湖の近くの森の茂みに降り立つ。そこから歩いて湖に行く。
その時にはもう、左眼の痛みは治まっていた。
ガサッ……
「……!!」
後ろの方から草が揺れる音がした。零衣は咄嗟に後ろに振り向く。
「誰もいない……」
零衣の言う通り、そこには誰もいなかった。
しばらくそこに立っていたが、何も音がしない。
急に寒気がした。そう、あの男の者が言った言葉が蘇ったのだ。
『湖の近くに鬼が潜んでいるかもしれない』と……。
「鬼」と聞いて早速ここまで着たが、出会ってしまえばそこで終わり。今、武器を持っていない零衣は誰とも戦えない。

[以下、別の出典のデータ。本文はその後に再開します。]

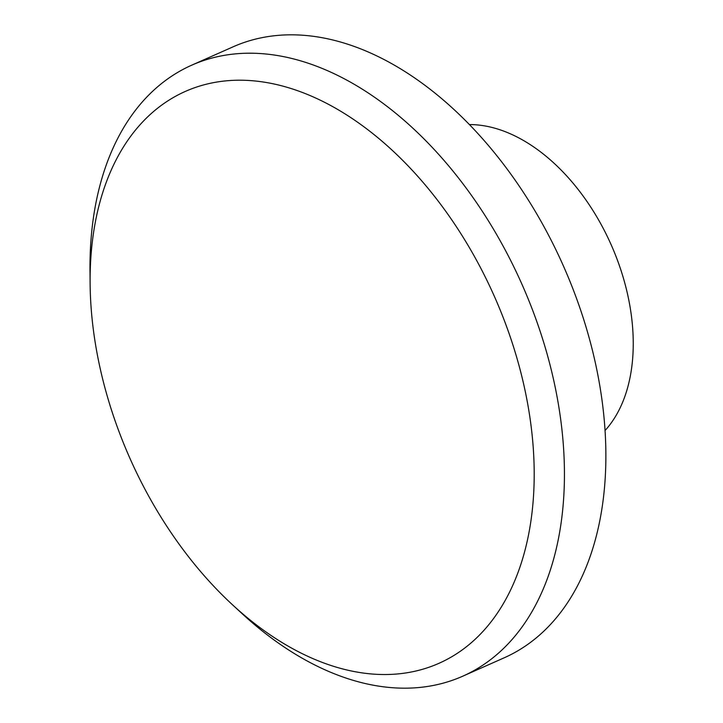 <?xml version="1.0" encoding="UTF-8"?>
<svg xmlns="http://www.w3.org/2000/svg" width="723" height="723" viewBox="0 0 723 723"><rect width="100%" height="100%" fill="white"/><g stroke="black" fill="none" stroke-linecap="round" stroke-linejoin="round"><path stroke-width="1.08" d="M232.616 604.898L242.241 613.782A334.216 213.032 -113.9 0 0 383.533 686.814A334.216 213.032 -113.9 0 0 462.729 676.204A334.216 213.032 -113.9 0 0 543.479 341.717A334.216 213.032 -113.9 0 0 270.917 54.568A334.216 213.032 -113.9 0 0 191.722 65.178A334.216 213.032 -113.9 0 0 89.995 270.501L90.113 283.597A312.824 199.403 -113.9 0 0 232.616 604.898A312.824 199.403 -113.9 0 0 364.862 673.258A312.824 199.403 -113.9 0 0 527.871 404.889A312.824 199.403 -113.9 0 0 259.449 81.482A312.824 199.403 -113.9 0 0 90.113 283.597M462.729 676.204L504.157 657.822A334.216 213.032 -113.9 0 0 584.916 323.335A334.216 213.032 -113.9 0 0 312.345 36.186A334.216 213.032 -113.9 0 0 233.149 46.796L191.722 65.178M605.07 430.519A173.791 110.782 -113.9 0 0 614.387 252.345A173.791 110.782 -113.9 0 0 480.614 125.287A173.791 110.782 -113.9 0 0 469.381 124.573"/></g></svg>

頑張れば素手でも戦えるが、相手が「鬼」となれば話は別。秒殺されるだろう。
そんな状況では無理だ。来た方が馬鹿だった。
ガサッ……ガササッ……
音がどんどん近づいてくる。しかし、者影が視えない。空気が重々しい。
(どうする自分……?)
緊張して汗が頬に流れる。現状を維持するのが辛い。心臓の鼓動が速くなる。考えている暇などなかった。
零衣は湖に向かって走り出す。
後ろにいた者影も驚いた様子だ。その者影も零衣を追いかける。
(よし、引っかかった。)
考えた作戦が成功したのだ。このまま湖まで引き連れて、正体を暴く。そんな作戦だった。
つい、笑ってしまう。こんな単純な罠に引っかかるなんて。「鬼」族のくせに、とんだ馬鹿だな。
零衣はそのまま、湖へと向かった。